Given data:
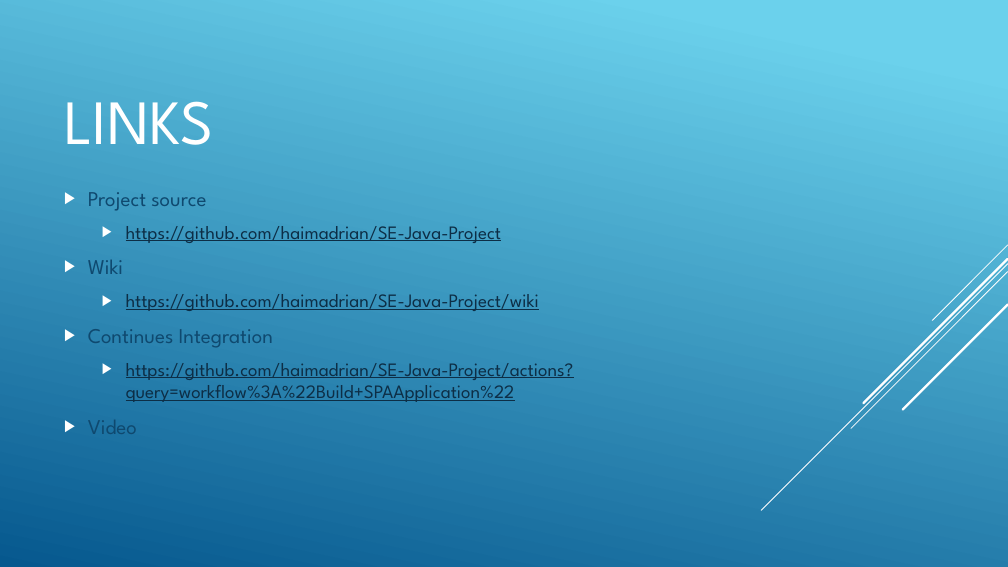
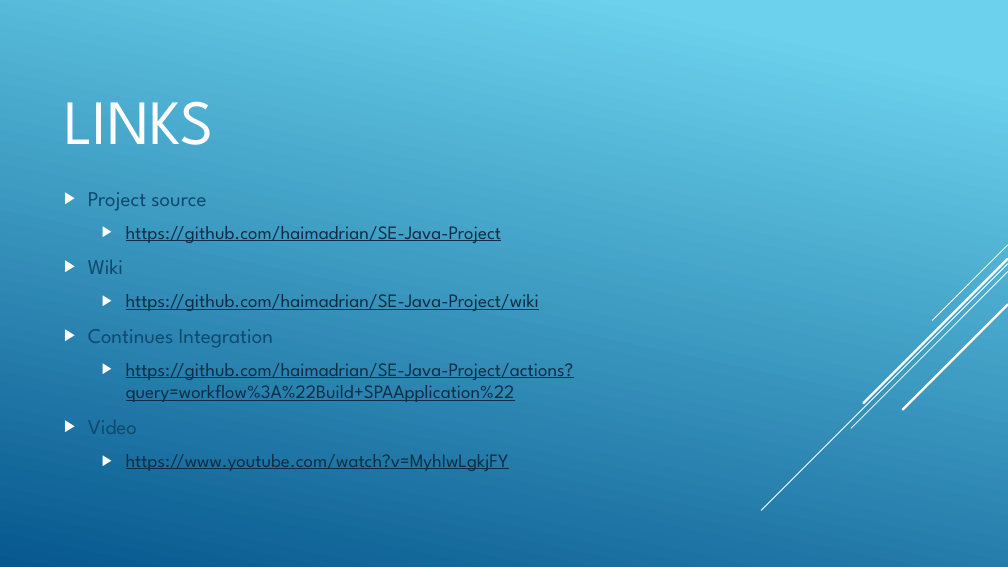
Before and after one commit to haimadrian/SE-Java-Project, a slide deck: slide 6 of Project presentation/SPA-Presentation.pptx. Drawn at 1008x567 pixels with LibreOffice and Linux fonts; fonts in the diff are those of the drawing. Boxes give left, top, right and bottom in pixels: in the first picture for what was removed or moved away, otherwise in the second. Text is boxed around its words. In the diff, an @@ line names an element or a change of style, - is before the commit and + after.

Commit message:
Update youtube link in the presentation

```diff
--- a/Project presentation/SPA-Presentation.pptx
+++ b/Project presentation/SPA-Presentation.pptx
@@ text at bbox=[126, 454, 509, 471]: paragraph added @@
+  ▶ https://www.youtube.com/watch?v=MyhIwLgkjFY
```

What to produce: Everything in the records that precede this task must be written out again exactly, except the pictures.

Solution:
Before and after one commit to haimadrian/SE-Java-Project, a slide deck: slide 6 of Project presentation/SPA-Presentation.pptx. Drawn at 1008x567 pixels with LibreOffice and Linux fonts; fonts in the diff are those of the drawing. Boxes give left, top, right and bottom in pixels: in the first picture for what was removed or moved away, otherwise in the second. Text is boxed around its words. In the diff, an @@ line names an element or a change of style, - is before the commit and + after.

Commit message:
Update youtube link in the presentation

```diff
--- a/Project presentation/SPA-Presentation.pptx
+++ b/Project presentation/SPA-Presentation.pptx
@@ text at bbox=[126, 454, 509, 471]: paragraph added @@
+  ▶ https://www.youtube.com/watch?v=MyhIwLgkjFY
```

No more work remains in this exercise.